Performance: Now we get into a little grey area, because we’re tell our users how well the system will perform.  It’s tough to put any parameters around “the database is slow”, but we can put some hard numbers around this, primarily by looking at the server health metrics.  Some things to consider are:

  • Acceptable query response times for standardized processes.
  • Thresholds for CPU, memory, and disk I/O.
  • Blocking process monitoring and resolution.
  • Index and Statistics maintenance.
  • Batch requests per second.

Support: And now it gets even fuzzier.  There’s always going to be drive-bys and break fix requests.  Whether or not you have a service ticket system or some other method for tracking database team requests, you’ll want to define your response and resolution times as well as work with your customers to determine what’s acceptable from a customer service perspective.  Also, if you have custom code or application procedures, you’ll probably want to have documented what level of response items like failed SQL job, ETL loads, and similar processes will get.

Not being all things

The next thing to define is your tiers of service.  Just like you shouldn’t be all things to all users, you won’t be able to support all your applications in the same way.  By defining your different application types, you can set reasonable expectations for your support.  This area is fairly open, because you might have only two types of applications, or you might have four or five.  A sample breakdown might look like this:

  • Critical 24X7 applications – Applications in this category must be up 24 hours a day, 7 days a week and be able to handle continuous transaction load.  Interruption or degradation of service is considered a priority and requires immediate response.
  • High demand business applications – Applications in this category need to be available 24 hours a day during the business week, midnight Monday to midnight Friday.  Interruption of service requires quick response.
  • Standard business applications – Applications in this category should be available during standard business hours, Monday through Friday.  Interruption of service should be limited during business hours.
  • Lower environments – All non-productions environments should be maintained and supported to allow development resources to be able to complete projects.  Downtime should be kept to a reasonable minimum during working hours.

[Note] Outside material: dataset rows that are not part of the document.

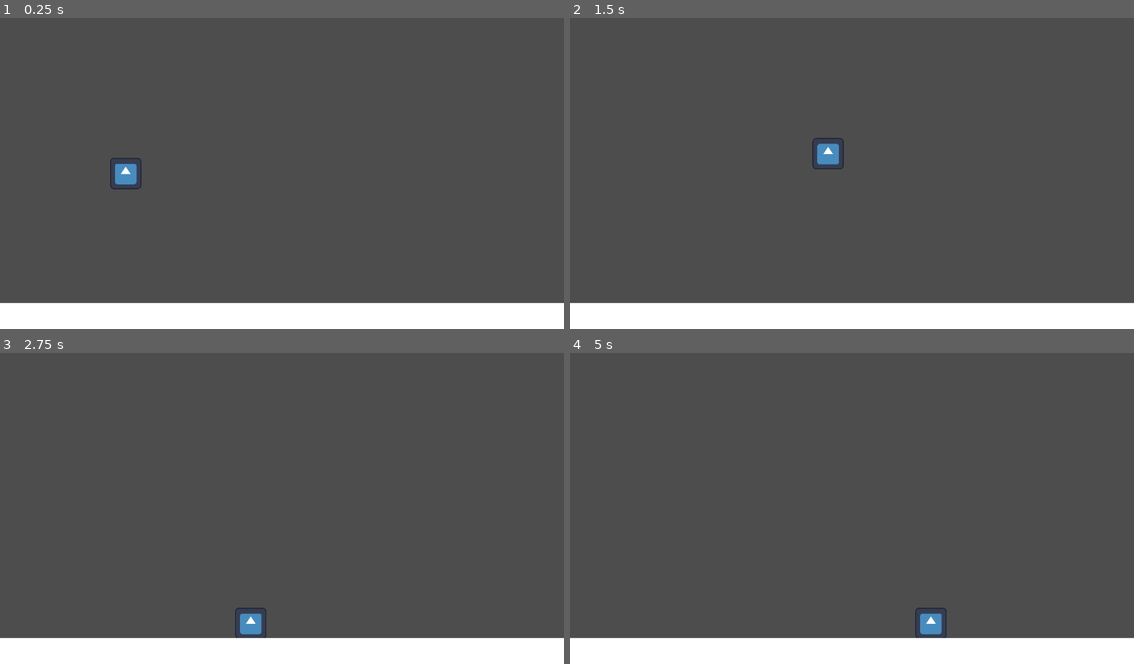
Above: before the commit, frames 1-4 (two rows, left to right).
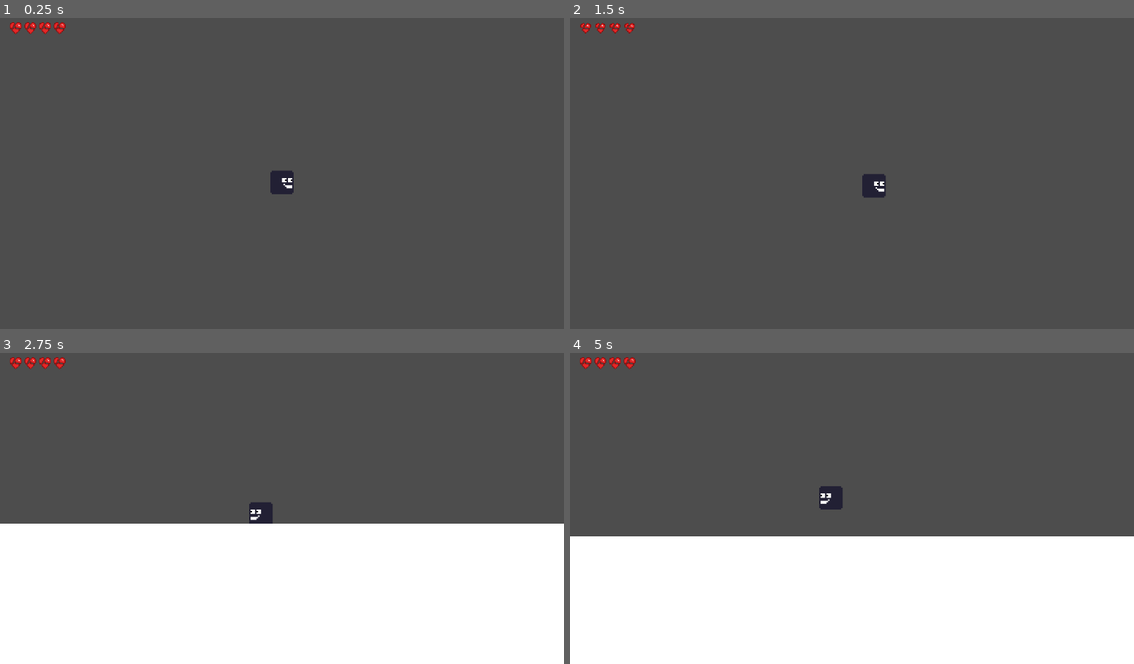
Above: after the commit, the same moments.

Repository: CSC-Reda-Slaoui/boss-rush-jam-2024
Game: Godot game, scene res://test.tscn
Same seed, same stepped clock (60 frames per second), same inputs: the game is played once before the commit and once after it. The engine's default icon, where the game draws it, is replaced by a stand-in: a white triangle on a blue panel in a dark square.
Inputs:
- Up to frame 1 (0.25 s): no input
- Up to frame 2 (1.5 s): hold Z (jump) 0.53-1.28 s; hold Right (right) from 0.53 s (still down); tap X (attack, bound only after the commit) at 0.6 s; tap Z (jump) at 1.35 s
- Up to frame 3 (2.75 s): tap Z (jump) at 1.52, 1.82 s; tap X (attack, bound only after the commit) at 1.55 s; release Right (right) at 2.03 s; hold Left (left) from 2.03 s (still down); hold Z (jump) from 2.03 s (still down); tap C (dash) at 2.1 s
- Up to frame 4 (5 s): release Left (left) at 2.78 s; release Z (jump) at 2.78 s; hold Right (right) 2.78-4.28 s; tap X (attack, bound only after the commit) at 2.85, 3.6, 4.55 s; tap Z (jump) at 3.02, 3.32, 4.35, 4.52, 4.82 s; hold Z (jump) 3.53-4.28 s; hold Left (left) from 4.28 s (still down)

The runs differ from the first frame. In frame 1, 9.2% of the frame differs, in the area x 0-100%, y 1-100%; in frame 2, 9.2%; in frame 3, 37%, in the area x 0-100%, y 1-92%; in frame 4, 33%.

Commit message:
health

Diff:
--- /dev/null
+++ b/HBoxContainer.gd
@@ -0,0 +1,6 @@
+extends HBoxContainer
+
+func update_health(health):
+	for i in get_child_count():
+		if i >= health:
+			get_child(i).visible = false
--- a/player.gd
+++ b/player.gd
@@ -3,22 +3,26 @@
 # Abilities
 @export var has_dash : bool = false
 @export var max_jump : int = 1
+@export var health : int =  4
 
-@export var speed : float = 300.0
+@export var speed : float = 100.0
 @export var acceleration : float = 0.25
 @export var friction : float = 0.25
-@export var jump_velocity : float = -300.0
+@export var jump_velocity : float = -100.0
 @export var jump_height : float = 0.3
 @export var dash_speed : float = 2400.0
 
-# Get the gravity from the project settings to be synced with RigidBody nodes.
-var gravity = ProjectSettings.get_setting("physics/2d/default_gravity")
+@export var gravity : float = 400.0
 
 var jump_timer : float = 0.0
 var dash_timer : float = 0.0
 var jump_count : int = 0
 
+var can_attack : bool = true
+
 func _physics_process(delta):
+	get_node("Camera2D/HUD/HBoxContainer").update_health(health)
+
 	# Add the gravity.
 	if not is_on_floor():
 		velocity.y += gravity * delta
@@ -44,6 +48,25 @@
 	else:
 		velocity.x = lerp(velocity.x, 0.0, friction)
 
+	if direction > 0:
+		get_node("Sprite2D").flip_h = false
+		get_node("Sword").rotation = 0
+	elif direction < 0:
+		get_node("Sprite2D").flip_h = true
+		get_node("Sword").rotation = PI
+
+	if Input.is_action_pressed("down"):
+		get_node("Sword").rotation = PI / 2
+
+	if Input.is_action_pressed("up"):
+		get_node("Sword").rotation = 3 * PI / 2
+
+	if Input.is_action_just_pressed("attack") and can_attack:
+		can_attack = false
+		get_node("Sword").visible = true
+		get_node("Sword/VisibilityTimer").start()
+		get_node("Sword/CooldownTimer").start()
+
 	if Input.is_action_just_pressed("dash") and dash_timer == 0.0 and has_dash:
 		velocity.x = dash_speed * direction
 		dash_timer = 1
@@ -52,3 +75,9 @@
 		dash_timer = clamp(dash_timer, 0.0, 1.0)
 
 	move_and_slide()
+
+func _on_timer_timeout():
+	get_node("Sword").visible = false
+
+func _on_cooldown_timer_timeout():
+	can_attack = true
--- a/player.tscn
+++ b/player.tscn
@@ -1,18 +1,118 @@
-[gd_scene load_steps=4 format=3 uid="uid://iomxsyik6fev"]
+[gd_scene load_steps=9 format=3 uid="uid://iomxsyik6fev"]
 
 [ext_resource type="Script" path="res://player.gd" id="1_61xva"]
-[ext_resource type="Texture2D" uid="uid://rimkl623cf4u" path="res://icon.svg" id="2_ntron"]
+[ext_resource type="Script" path="res://HBoxContainer.gd" id="2_nsra5"]
+[ext_resource type="Texture2D" uid="uid://bdiv353dkm44n" path="res://art/hud/heart_broken1.png" id="2_syy3u"]
+[ext_resource type="Texture2D" uid="uid://d140s7aurs6wu" path="res://art/hud/heart_broken2.png" id="3_h0ikm"]
+[ext_resource type="Texture2D" uid="uid://botox8tygqcr0" path="res://art/player/player.png" id="6_i1kqo"]
+
+[sub_resource type="AnimatedTexture" id="AnimatedTexture_73bjy"]
+frames = 2
+frame_0/texture = ExtResource("2_syy3u")
+frame_0/duration = 0.5
+frame_1/texture = ExtResource("3_h0ikm")
+frame_1/duration = 0.25
 
 [sub_resource type="RectangleShape2D" id="RectangleShape2D_pcrfn"]
-size = Vector2(126, 126)
+size = Vector2(16, 16)
+
+[sub_resource type="RectangleShape2D" id="RectangleShape2D_wov2g"]
+size = Vector2(24, 11)
 
 [node name="Player" type="CharacterBody2D"]
+position = Vector2(-1, 0)
 script = ExtResource("1_61xva")
 
+[node name="Camera2D" type="Camera2D" parent="."]
+zoom = Vector2(3, 3)
+position_smoothing_enabled = true
+position_smoothing_speed = 6.0
+
+[node name="HUD" type="CanvasLayer" parent="Camera2D"]
+
+[node name="HBoxContainer" type="HBoxContainer" parent="Camera2D/HUD"]
+offset_left = 20.0
+offset_top = 20.0
+offset_right = 216.0
+offset_bottom = 60.0
+scale = Vector2(1.5, 1.5)
+script = ExtResource("2_nsra5")
+
+[node name="1" type="TextureRect" parent="Camera2D/HUD/HBoxContainer"]
+layout_mode = 2
+texture = SubResource("AnimatedTexture_73bjy")
+stretch_mode = 2
+
+[node name="2" type="TextureRect" parent="Camera2D/HUD/HBoxContainer"]
+layout_mode = 2
+texture = SubResource("AnimatedTexture_73bjy")
+stretch_mode = 2
+
+[node name="3" type="TextureRect" parent="Camera2D/HUD/HBoxContainer"]
+layout_mode = 2
+texture = SubResource("AnimatedTexture_73bjy")
+stretch_mode = 2
+
+[node name="4" type="TextureRect" parent="Camera2D/HUD/HBoxContainer"]
+layout_mode = 2
+texture = SubResource("AnimatedTexture_73bjy")
+stretch_mode = 2
+
+[node name="5" type="TextureRect" parent="Camera2D/HUD/HBoxContainer"]
+layout_mode = 2
+texture = SubResource("AnimatedTexture_73bjy")
+stretch_mode = 2
+
+[node name="6" type="TextureRect" parent="Camera2D/HUD/HBoxContainer"]
+layout_mode = 2
+texture = SubResource("AnimatedTexture_73bjy")
+stretch_mode = 2
+
+[node name="7" type="TextureRect" parent="Camera2D/HUD/HBoxContainer"]
+layout_mode = 2
+texture = SubResource("AnimatedTexture_73bjy")
+stretch_mode = 2
+
+[node name="8" type="TextureRect" parent="Camera2D/HUD/HBoxContainer"]
+layout_mode = 2
+texture = SubResource("AnimatedTexture_73bjy")
+stretch_mode = 2
+
+[node name="9" type="TextureRect" parent="Camera2D/HUD/HBoxContainer"]
+layout_mode = 2
+texture = SubResource("AnimatedTexture_73bjy")
+stretch_mode = 2
+
+[node name="10" type="TextureRect" parent="Camera2D/HUD/HBoxContainer"]
+layout_mode = 2
+texture = SubResource("AnimatedTexture_73bjy")
+stretch_mode = 2
+
 [node name="CollisionShape2D" type="CollisionShape2D" parent="."]
-scale = Vector2(0.5, 0.5)
 shape = SubResource("RectangleShape2D_pcrfn")
 
 [node name="Sprite2D" type="Sprite2D" parent="."]
-scale = Vector2(0.5, 0.5)
-texture = ExtResource("2_ntron")
+texture = ExtResource("6_i1kqo")
+
+[node name="Sword" type="Area2D" parent="."]
+visible = false
+
+[node name="CollisionShape2D" type="CollisionShape2D" parent="Sword"]
+position = Vector2(20, 0.5)
+shape = SubResource("RectangleShape2D_wov2g")
+
+[node name="ColorRect" type="ColorRect" parent="Sword"]
+offset_left = 8.0
+offset_top = -5.0
+offset_right = 32.0
+offset_bottom = 7.0
+
+[node name="VisibilityTimer" type="Timer" parent="Sword"]
+wait_time = 0.25
+one_shot = true
+
+[node name="CooldownTimer" type="Timer" parent="Sword"]
+wait_time = 0.5
+
+[connection signal="timeout" from="Sword/VisibilityTimer" to="." method="_on_timer_timeout"]
+[connection signal="timeout" from="Sword/CooldownTimer" to="." method="_on_cooldown_timer_timeout"]
--- a/project.godot
+++ b/project.godot
@@ -47,6 +47,11 @@
 "events": [Object(InputEventKey,"resource_local_to_scene":false,"resource_name":"","device":-1,"window_id":0,"alt_press …(182 unchanged characters)…
 ]
 }
+attack={
+"deadzone": 0.5,
+"events": [Object(InputEventKey,"resource_local_to_scene":false,"resource_name":"","device":-1,"window_id":0,"alt_pressed":false,"shift_pressed":false,"ctrl_pressed":false,"meta_pressed":false,"pressed":false,"keycode":0,"physical_keycode":88,"key_label":0,"unicode":120,"echo":false,"script":null)
+]
+}
 
 [rendering]
 
Not shown, added: art/hud/heart1.png.import
Not shown, added: art/hud/heart1_broken2.png.import
Not shown, added: art/hud/heart1_full.png.import
Not shown, added: art/hud/heart2.png.import
Not shown, added: art/hud/heart2_full.png.import
Binary file added: art/hud/heart_broken1.png
Not shown, added: art/hud/heart_broken1.png.import
Binary file added: art/hud/heart_broken2.png
Not shown, added: art/hud/heart_broken2.png.import
Binary file added: art/hud/heart_empty.png
Not shown, added: art/hud/heart_empty.png.import
Binary file added: art/hud/heart_full1.png
(and 5 more such lines)

Your tiers will likely be driven by availability needs first.  The key is being able to categorize your application needs so that you can respond appropriately.  This is also to protect you, because if you’re burned out trying to get development boxes taken care of, you won’t be able to handle things if that webserver handling your company’s sales goes down.

Agreeing on something

The key with creating these frameworks is to remember it’s an agreement between you and your users or customers.  You want to work with them to create reasonable expectations so that if something does go haywire, both sides will know how the issue will be handled and what sort of time frames are in place for resolution.

The other piece of this being an agreement is your users or customers will need to meet you part way.  If you have SLAs defined for a highly available 24X7 application, you want your developers to make sure that the application can meet those needs.  It’s key that your users understand their stake in providing good service, such as calling to report errors or ensuring that an application can handle a database failing underneath it.

It’s a start

I’ll be honest, I’m still working on fleshing much of the above out as I roll out an SLA framework at my company.  What you see here will undergo some tweaking and fine tuning over the next few months as I get some more definition around it, but the intent is to follow the basic structure I’ve laid out here.  There will be more specifics under each of the three areas that will be shared as they develop.  If you have anything to contribute or are curious about, please feel free to leave your input or questions in the comments and I will respond as I can.